The design offers flexibility: new constraints are simply expressible in either stage, and the complexity and placement fidelity can be tuned by adjusting aggregation granularity (shape-level or global pricing).
Numerical Evaluation
Experimental results validate CvxCluster's strong runtime-quality tradeoff:
- Achieves 100–2,500× speedup over commercial MIP solvers (e.g., Gurobi) on static and dynamic workloads, even as cluster size scales to 100,000+ nodes and arrival intensity to 500,000× baseline rates.
- Solution quality is within 3–6% of MIP for priority-weighted placement objectives—including under complex anti-affinity and heterogeneous resource (GPU) constraints.
- Greedy placement preserves high-priority task allocations; deviations from optimality are primarily concentrated among low-priority and non-critical tasks.

Figure 3: Scheduling throughput scales up to approximately 20,000 tasks/sec, with per-round solve time remaining beneath 1s even at extreme arrival rates.
Figure 4: Solve time grows linearly with scheduling scale but always remains below the operational 1s budget, up to 100,000-server deployments.
Figure 5: On a 785-node Kubernetes cluster replaying highly accelerated workloads, CvxCluster outpaces a SAT-based scheduler (DCM) by 38Ă—.
CvxCluster’s empirical scaling demonstrates that shape aggregation and convex relaxation render the computational bottleneck dependent on task volume, not cluster or constraint cardinality. For GPU-extended clusters, solution optimality matches MIP for all tractable instances, validating the extensibility of per-shape convex pricing.
Practical and Theoretical Implications
CvxCluster’s methodology fundamentally alters the hardware and workload scaling envelope for cluster schedulers:
- Practical deployment: The approach enables fine-grained, high-frequency scheduling on warehouse-scale infrastructure with complex, heterogeneous demand and constraints, without forfeiting global placement quality.
- Extensibility: The convex + greedy separation supports rapid integration of constraints/policies common in production: job anti-affinity, shape eligibility, resource partitioning, and hierarchical/multi-cluster scheduling.
- Theoretical perspective: The work empirically demonstrates that, for large clusters with a modest number of resource shapes, convex relaxation combined with dual-guided rounding exposes a new regime where near-optimal solutions are computationally tractable.
- Interpretability and Economics: Shadow prices can be directly interpreted as economic indicators for resource scarcity and can inform admission control, chargeback models, or downstream learning-based control policies.

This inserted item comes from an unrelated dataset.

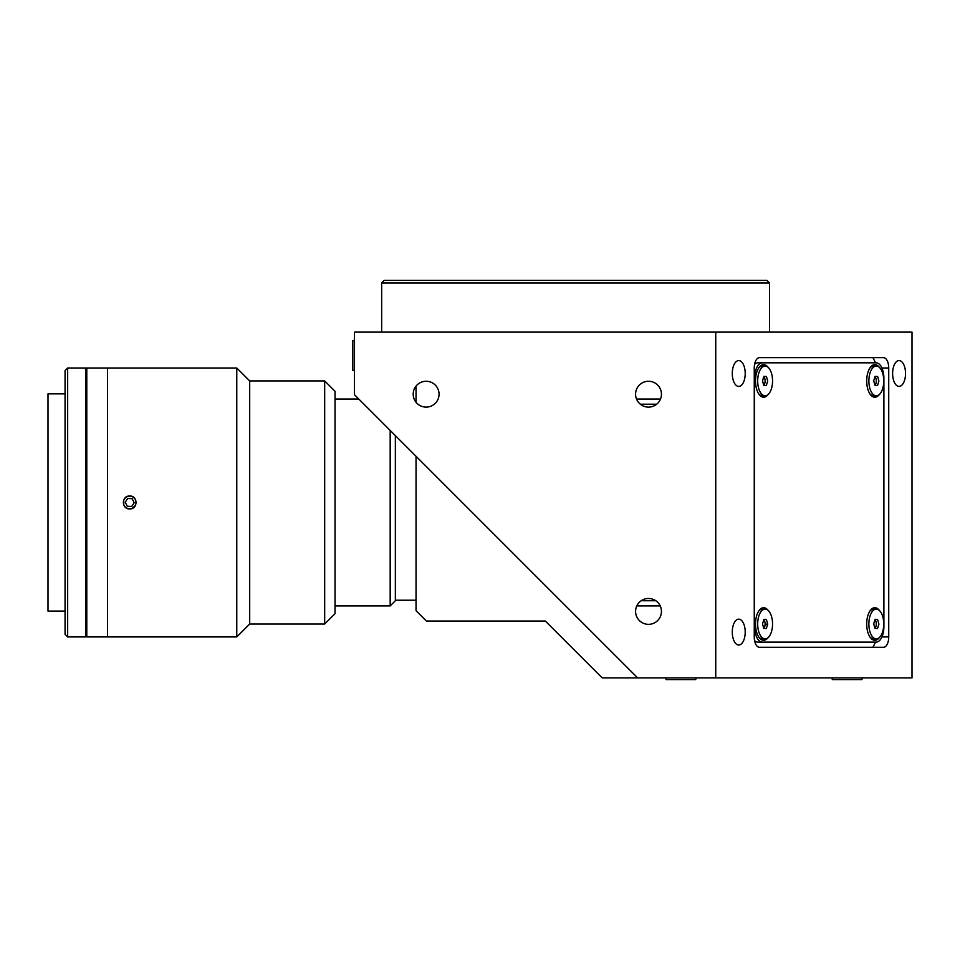 <?xml version="1.0" encoding="UTF-8"?>
<svg xmlns="http://www.w3.org/2000/svg" width="960" height="960" viewBox="0 0 960 960"><rect width="100%" height="100%" fill="white"/><g stroke="black" fill="none" stroke-linecap="round" stroke-linejoin="round"><path stroke-width="1.44" d="M131.736 506.46L127.26 506.22L125.244 502.224L127.692 498.468L132.168 498.72L134.184 502.716L131.736 506.46M134.988 505.92A6.312 6.312 0 0 0 133.164 497.184A6.312 6.312 0 0 0 124.428 499.02A6.312 6.312 0 0 0 126.264 507.744A6.312 6.312 0 0 0 134.988 505.92M874.884 628.176A4.476 2.244 90 0 0 875.976 626.352A4.476 2.244 90 0 0 874.944 619.884M869.736 636.684A14.868 7.44 90 0 0 873.624 638.868L876.312 638.868A14.868 7.44 90 0 0 882.648 631.788A14.868 7.44 90 0 0 882.792 616.74A14.868 7.44 90 0 0 876.312 609.132A14.868 7.44 90 0 0 869.976 616.224A14.868 7.44 90 0 0 869.82 631.26A14.868 7.44 90 0 0 876.312 638.868M876.312 609.132L873.624 609.132A14.868 7.44 90 0 0 869.736 611.328M875.076 619.452L873.72 623.868L874.956 628.416L877.536 628.548L878.892 624.144L877.656 619.596L875.076 619.452M861.996 677.916L861.996 679.596L832.26 679.596L832.26 677.916M695.784 677.916L695.784 679.596L666.048 679.596L666.048 677.916M354.492 370.272L352.812 370.272L352.812 340.536L354.492 340.536M384.228 280.404L766.944 280.404L769.524 282.996L381.648 282.996L384.228 280.404M769.524 332.124L769.524 282.996M381.648 332.124L381.648 282.996M745.212 373.5A12.924 6.468 90 0 0 738.744 360.576A12.924 6.468 90 0 0 732.276 373.5A12.924 6.468 90 0 0 738.744 386.424A12.924 6.468 90 0 0 745.212 373.5M745.212 632.088A12.924 6.468 90 0 0 738.744 619.164A12.924 6.468 90 0 0 732.276 632.088A12.924 6.468 90 0 0 738.744 645.012A12.924 6.468 90 0 0 745.212 632.088M905.532 373.5A12.924 6.468 90 0 0 899.076 360.576A12.924 6.468 90 0 0 892.608 373.5A12.924 6.468 90 0 0 899.076 386.424A12.924 6.468 90 0 0 905.532 373.5M426.12 381.264A12.924 12.924 0 0 0 413.196 394.188A12.924 12.924 0 0 0 426.12 407.112A12.924 12.924 0 0 0 439.056 394.188A12.924 12.924 0 0 0 426.12 381.264M648.516 381.264A12.924 12.924 0 0 0 635.58 394.188A12.924 12.924 0 0 0 648.516 407.112A12.924 12.924 0 0 0 661.44 394.188A12.924 12.924 0 0 0 648.516 381.264M648.516 598.476A12.924 12.924 0 0 0 635.58 611.4A12.924 12.924 0 0 0 648.516 624.336A12.924 12.924 0 0 0 661.44 611.4A12.924 12.924 0 0 0 648.516 598.476M660.216 605.904L636.804 605.904L660.216 605.904M636.528 399.036L660.504 399.036L636.528 399.036M715.74 332.124L715.74 677.916L912 677.916L912 332.124L354.492 332.124L354.492 394.74L637.656 677.916L602.22 677.916L545.328 621.024L426.384 621.024L416.04 610.68L416.04 456.288L416.04 600.216L395.352 600.216M715.74 677.916L637.656 677.916M754.26 368.004L754.26 636.936A10.344 5.172 90 0 0 759.432 647.28L883.56 647.28A10.344 5.172 90 0 0 888.732 636.936L888.732 368.004A10.344 5.172 90 0 0 883.56 357.66L759.432 357.66A10.344 5.172 90 0 0 754.26 368.004M416.04 386.1L416.04 388.296L414.624 388.296M416.04 402.276L416.04 388.296L416.04 402.276M655.812 600.732L641.208 600.732M640.332 404.208L656.688 404.208M879.384 367.392A16.296 8.148 90 0 0 874.848 364.644A16.296 8.148 90 0 0 870.144 367.632A16.296 8.148 90 0 0 870.144 394.236A16.296 8.148 90 0 0 874.848 397.224A16.296 8.148 90 0 0 879.384 394.464M768.192 367.392A16.296 8.148 90 0 0 763.656 364.644A16.296 8.148 90 0 0 758.952 367.632A16.296 8.148 90 0 0 758.952 394.236A16.296 8.148 90 0 0 763.656 397.224A16.296 8.148 90 0 0 768.192 394.464M768.192 610.464A16.296 8.148 90 0 0 763.656 607.716A16.296 8.148 90 0 0 758.952 610.704A16.296 8.148 90 0 0 758.952 637.308A16.296 8.148 90 0 0 763.656 640.296A16.296 8.148 90 0 0 768.192 637.536M879.384 610.464A16.296 8.148 90 0 0 874.848 607.716A16.296 8.148 90 0 0 870.144 610.704A16.296 8.148 90 0 0 870.144 637.308A16.296 8.148 90 0 0 874.848 640.296A16.296 8.148 90 0 0 879.384 637.536M875.544 362.832L872.964 357.66M872.964 647.28L875.544 642.108M754.608 626.592A15.516 7.752 90 0 0 762.36 642.108L876.144 642.108A15.516 7.752 90 0 0 883.896 626.592L883.896 378.348A15.516 7.752 90 0 0 876.144 362.832L762.36 362.832A15.516 7.752 90 0 0 754.608 378.348L754.26 626.592M754.608 640.656A15.516 7.752 90 0 0 757.884 642.108L762.36 642.108M757.884 642.108L871.668 642.108M871.668 362.832L757.884 362.832A15.516 7.752 90 0 0 754.608 364.284M757.884 362.832L762.36 362.832M874.884 385.092A4.476 2.244 90 0 0 875.976 383.28A4.476 2.244 90 0 0 874.944 376.812M869.736 393.612A14.868 7.44 90 0 0 873.624 395.796L876.312 395.796A14.868 7.44 90 0 0 882.648 388.704A14.868 7.44 90 0 0 882.792 373.668A14.868 7.44 90 0 0 876.312 366.06A14.868 7.44 90 0 0 869.976 373.152A14.868 7.44 90 0 0 869.82 388.188A14.868 7.44 90 0 0 876.312 395.796M876.312 366.06L873.624 366.06A14.868 7.44 90 0 0 869.736 368.256M874.956 385.344L877.536 385.476L878.892 381.072L877.656 376.524L875.076 376.38L873.72 380.796L874.956 385.344M763.692 628.176A4.476 2.244 90 0 0 764.784 626.352A4.476 2.244 90 0 0 763.752 619.884M758.544 636.684A14.868 7.44 90 0 0 762.432 638.868L765.108 638.868A14.868 7.44 90 0 0 771.444 631.788A14.868 7.44 90 0 0 771.6 616.74A14.868 7.44 90 0 0 765.108 609.132A14.868 7.44 90 0 0 758.784 616.224A14.868 7.44 90 0 0 758.628 631.26A14.868 7.44 90 0 0 765.108 638.868M765.108 609.132L762.432 609.132A14.868 7.44 90 0 0 758.544 611.328M766.344 628.548L767.7 624.144L766.464 619.596L763.884 619.452L762.528 623.868L763.764 628.416L766.344 628.548M764.148 628.428L765.456 624.144L767.7 624.144M763.692 385.092A4.476 2.244 90 0 0 764.784 383.28A4.476 2.244 90 0 0 763.752 376.812M758.544 393.612A14.868 7.44 90 0 0 762.432 395.796L765.108 395.796A14.868 7.44 90 0 0 771.444 388.704A14.868 7.44 90 0 0 771.6 373.668A14.868 7.44 90 0 0 765.108 366.06A14.868 7.44 90 0 0 758.784 373.152A14.868 7.44 90 0 0 758.628 388.188A14.868 7.44 90 0 0 765.108 395.796M765.108 366.06L762.432 366.06A14.868 7.44 90 0 0 758.544 368.256M763.764 385.344L766.344 385.476L767.7 381.072L766.464 376.524L763.884 376.38L762.528 380.796L763.764 385.344M766.464 376.524L763.848 376.5M395.352 435.6L395.352 600.732L390.18 605.904L390.18 430.428M65.064 393.864L48 393.864L48 611.076L65.064 611.076M324.684 380.928L249.696 380.928L236.772 368.004L107.472 368.004L107.472 636.936L107.472 368.004L86.784 368.004L86.784 636.936L236.772 636.936L249.696 624L324.684 624L335.028 613.656L335.028 391.272L324.684 380.928L324.684 624M67.656 368.004L67.656 636.936L85.752 636.936L85.752 368.004L67.656 368.004L65.064 370.584L65.064 634.344L67.656 636.936M86.784 517.296L85.752 517.296M86.784 585.492L85.752 585.492M236.772 368.004L236.772 636.936M129.708 496.008C138.048 495.6 138.06 509.328 129.72 508.932C121.392 509.34 121.356 495.612 129.708 496.008L132.168 496.488M249.696 380.928L249.696 624M129.708 508.932L132.18 508.44L135.684 504.948M134.28 497.892L132.24 496.512M125.136 497.904L123.744 499.992L123.732 504.912M881.928 368.004L888.732 368.004M881.928 636.936L888.732 636.936M335.028 399.036L358.788 399.036M335.028 605.904L390.18 605.904M85.752 368.52L86.784 368.52M85.752 636.42L86.784 636.42"/></g></svg>

Limitations and Future Directions
The primary limitation arises from the rounding gap between fractional and discrete assignments, which is fundamentally irreducible without solving the full integer program. In highly overprovisioned clusters or those with extreme packing pressure, every percent of utilization informs placement decisions—though in typical large-scale settings, the 2–5% observed gap is operationally negligible.
Potential directions for future research include:
- Iterative re-solving with post-placement reduced capacities to close the rounding gap.
- Dynamic batch size and scheduling interval adaptation in response to queue depth and arrival burstiness.
- Generalization to more complex constraints and extension towards federated/multi-cluster topologies.
- Leveraging shadow prices and placement traces as features or labels for reinforcement learning or meta-scheduling models.
Conclusion
CvxCluster illustrates the practical power of convex relaxation and duality in operational datacenter scheduling. By structurally decoupling global price discovery from discrete, policy-aware packing, the methodology achieves order-of-magnitude speedups without meaningful sacrifice of allocation quality—even under granular placement and resource configuration. This paradigm has broad applicability across infrastructure scheduling, from container orchestration to accelerator allocation, and provides fertile ground for further theoretical and systems advances in scalable resource management.